Can sending merge commits via email work with your proposed '--exact'?
Say I'm the maintainer, and you fork off a feature branch off my master,
add a few commits that introduce your new feature, and then merge it
into my master, and then send those commits, including the merge.

Now in that scenario, say the tip of your feature branch was X and the
tip of my 'master' was Y when you sent your patches. Now while your
patches are still being reviewed, I merge in some other branch creating
a merge commit Z on my master.

Now your merge's first parent was Y and second parent was X. But now the
tip of my master is Z, so the first parent of your merge needs to be Z,
not Y. Changing the first parent would mean a different commit hash.

So, the way I see it, your proposed merge commits via email can't work
with '--exact'. Do I understand this situation correctly?

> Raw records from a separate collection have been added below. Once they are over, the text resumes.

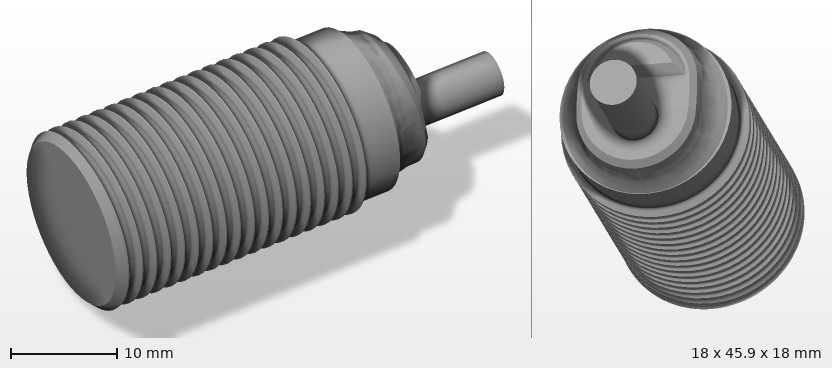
import cadquery as cq
import math

overall_length = 45.91
sleeve_length = 30.0
sleeve_radius = 8.25

flange_radius = 9.0
flange_length = flange_radius - sleeve_radius

ridge_count = 18
ridge_pitch = 1.523
first_ridge_y = 0.68
ridge_tilt = 2.05
ridge_shift_x = -0.05
ridge_crest_radius = 9.0
ridge_crest_width = 0.12
ridge_base_width = 0.94
ridge_root_radius = 7.5

face_radius = 7.6
face_depth = 1.0

rim_length = 1.0
neck_start = sleeve_length + rim_length
neck_end = 35.88
neck_join_z = 1.66
neck_sections = [
    (neck_start, 7.9, 8.2),
    (32.4, 6.5, 7.55),
    (neck_end, 5.85, 7.25),
]
end_chamfer = 0.68
chamfer_angle = 45.0
chamfer_block_depth = 7.0
slope_angle = 9.6
slope_start_z = -neck_join_z

cable_radius = 2.25
cable_z = -2.4

lens_outer_radius = 4.75
lens_center_z = 1.35
lens_chord_z = 1.8
lens_height = 0.9
lens_taper = 45.0


def disc(radius, start, length):
    """Cylinder along +Y starting at Y = start."""
    return cq.Workplane("XZ", origin=(0, start, 0)).circle(radius).extrude(-length)


def turned(points):
    """Solid of revolution about Y from (radius, y) points."""
    return cq.Workplane("XY").polyline(points).close().revolve(360, (0, 0, 0), (0, 1, 0))


def thread_ridge(y):
    """One tilted ring with a trapezoidal ridge section."""
    slope = (ridge_base_width - ridge_crest_width) / 2 / (ridge_crest_radius - sleeve_radius)
    root_half = ridge_crest_width / 2 + slope * (ridge_crest_radius - ridge_root_radius)
    ring = turned([
        (ridge_root_radius, -root_half),
        (ridge_crest_radius, -ridge_crest_width / 2),
        (ridge_crest_radius, ridge_crest_width / 2),
        (ridge_root_radius, root_half),
    ])
    return ring.rotate((0, 0, 0), (0, 0, 1), ridge_tilt).translate((ridge_shift_x, y, 0))


def front_flange():
    return turned([(0, 0), (sleeve_radius, 0), (flange_radius, flange_length), (0, flange_length)])


def make_sleeve():
    sleeve = disc(sleeve_radius, 0, sleeve_length)
    for i in range(ridge_count):
        sleeve = sleeve.union(thread_ridge(first_ridge_y + i * ridge_pitch))
    clearance = disc(2 * flange_radius, -flange_length, 2 * flange_length)
    sleeve = sleeve.cut(clearance).union(front_flange())
    return sleeve.cut(disc(face_radius, 0, face_depth))


def cross_plane(y):
    """Plane across the axis at Y = y, facing the cable, with local y along Z."""
    return cq.Plane(origin=(0, y, 0), xDir=(-1, 0, 0), normal=(0, 1, 0))


def oval(plane, half_width, half_height):
    """Closed outline in a plane of four tangent arcs that join neck_join_z above and below centre."""
    rise = half_height - neck_join_z
    end_radius = (half_width ** 2 + rise ** 2) / (2 * rise)
    join_angle = math.asin((end_radius - rise) / end_radius)
    join_x = half_width - neck_join_z * math.tan(join_angle / 2)
    return (
        cq.Workplane(plane)
        .moveTo(join_x, -neck_join_z)
        .threePointArc((half_width, 0), (join_x, neck_join_z))
        .threePointArc((0, half_height), (-join_x, neck_join_z))
        .threePointArc((-half_width, 0), (-join_x, -neck_join_z))
        .threePointArc((0, -half_height), (join_x, -neck_join_z))
        .close()
    )


def oval_neck():
    """Waisted oval neck running smoothly through its sections."""
    outlines = [
        oval(cross_plane(y), half_width, half_height).val()
        for y, half_width, half_height in neck_sections
    ]
    return cq.Workplane(cq.Solid.makeLoft(outlines))


def slope_plane(height=0):
    """Plane of the sloped end face, shifted along the slope to be level with Z = height.

    Local x runs along -X and local y up the slope.
    """
    slope = math.radians(slope_angle)
    rise = height - slope_start_z
    return cq.Plane(
        origin=(0, neck_end - rise * math.tan(slope), height),
        xDir=(-1, 0, 0),
        normal=(0, math.cos(slope), math.sin(slope)),
    )


def chamfered_below(plane):
    """Oval block ending at a plane, widening below it at the chamfer angle."""
    _, half_width, half_height = neck_sections[-1]
    outline = oval(plane, half_width - end_chamfer, half_height - end_chamfer)
    return outline.extrude(-chamfer_block_depth, taper=-chamfer_angle)


def make_cap():
    neck = oval_neck()
    neck = neck.intersect(chamfered_below(cross_plane(neck_end)))
    neck = neck.intersect(chamfered_below(slope_plane()))
    return neck.union(disc(sleeve_radius, sleeve_length, rim_length))


def make_face_insert():
    return disc(face_radius, 0, face_depth)


def make_cable():
    return disc(cable_radius, neck_start, overall_length - neck_start).translate((0, 0, cable_z))


def make_lens():
    """Tapered circular segment standing on the sloped face."""
    chord = lens_chord_z - lens_center_z
    corner_x = math.sqrt(lens_outer_radius ** 2 - chord ** 2)
    return (
        cq.Workplane(slope_plane(lens_center_z))
        .moveTo(-corner_x, chord)
        .threePointArc((0, lens_outer_radius), (corner_x, chord))
        .close()
        .extrude(lens_height, taper=lens_taper)
    )


sleeve = make_sleeve()
face_insert = make_face_insert()
cable = make_cable()
lens = make_lens()
cap = make_cap().cut(cable)

result = cq.Compound.makeCompound([
    sleeve.val(),
    face_insert.val(),
    cap.val(),
    cable.val(),
    lens.val(),
])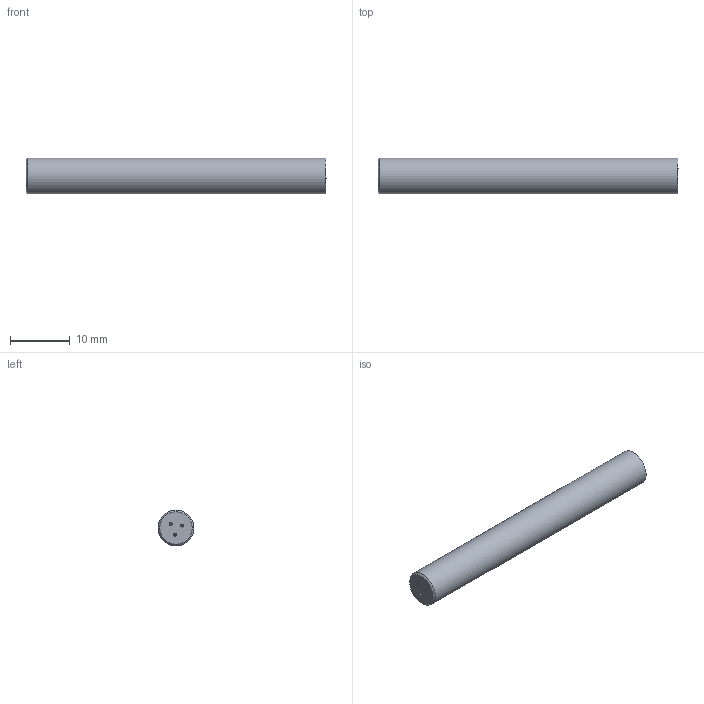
import cadquery as cq
import math

rod_length = 50.0
rod_diameter = 6.0
end_chamfer = 0.3

hole_count = 3
hole_diameter = 0.5
hole_circle_diameter = 2.2
first_hole_angle = 38.0

helix_angle = 30.0
helix_lead = math.pi * rod_diameter / math.tan(math.radians(helix_angle))
full_turn = 360.0
total_twist = full_turn * rod_length / helix_lead


def make_rod():
    """Cylinder starting at X = 0, chamfered around that end only."""
    rod = cq.Workplane("YZ").circle(rod_diameter / 2).extrude(rod_length)
    return rod.faces("<X").chamfer(end_chamfer)


def make_coolant_holes():
    """Round profiles twisted together about the rod axis."""
    return (
        cq.Workplane("YZ")
        .polarArray(hole_circle_diameter / 2, first_hole_angle, full_turn, hole_count)
        .circle(hole_diameter / 2)
        .twistExtrude(rod_length, total_twist)
    )


result = make_rod().cut(make_coolant_holes())

Am I missing
something?

Maybe a better idea would be to allow 'am' to create these merges
locally when applying the patches. That would mean having to merge the
separate branch along with applying the patches, otherwise the cover
letter text is lost. This might not be something everyone wants. I for
one don't. When I apply patches via 'am', I first keep them on a
separate branch, test them out, and then merge them into 'master'.

So a yet another alternative could be to save the cover letter as the
branch description. This branch description can then be used to generate
the merge message. IIRC, Denton Liu is working on generating the cover
letter text from branch description, so this feature would be like its
inverse.

> * stable SHA1s means we can refer to previous versions of a patchset by
> SHA1 rather than archive links. I propose a new changelog tag for
> this, maybe "Previous:" or maybe even a full list of "v1:", "v2:",
> etc. with a SHA1 or ref. Note that these SHA1s do *not* need to exist
> in Linus's repo, but those who want can pull those branches from the
> bot-maintained repo on git.kernel.org.
>
> Advantages:
>
> - we can keep using email to post patches/patchsets
>
> - the process is opt-in (but should be encouraged) for both authors and
> maintainers, and the transition can happen over time
>
> - there is a central repo for convenience, but it is not necessary for
> development to happen and is not a single point of failure -- it's
> more like Linus's repo and can be moved or even replicated from
> scratch by somebody else simply by having mailing list archives
>
> - allows quick lookup of patch/patchset <-> email discussion within git
>
> - allows diffing between versions of a single logical patchset
>
> - patchset descriptions naturally become part of the changelog that ends
> up in Linus's tree
>
> Disadvantages:
>
> - requires patching git
>
> - requires a bot to continuously create branches for patchsets sent to
> mailing lists
>
> - increased storage/bandwidth for git.kernel.org (?)
>
> - may need a couple of new wrapper scripts to automate patchset
> construction/versioning

Just to play the devil's advocate, even though I'm in favor of something
like this, I'll add in another disadvantage:

- The maintainer can't make small edits before pushing the changes out.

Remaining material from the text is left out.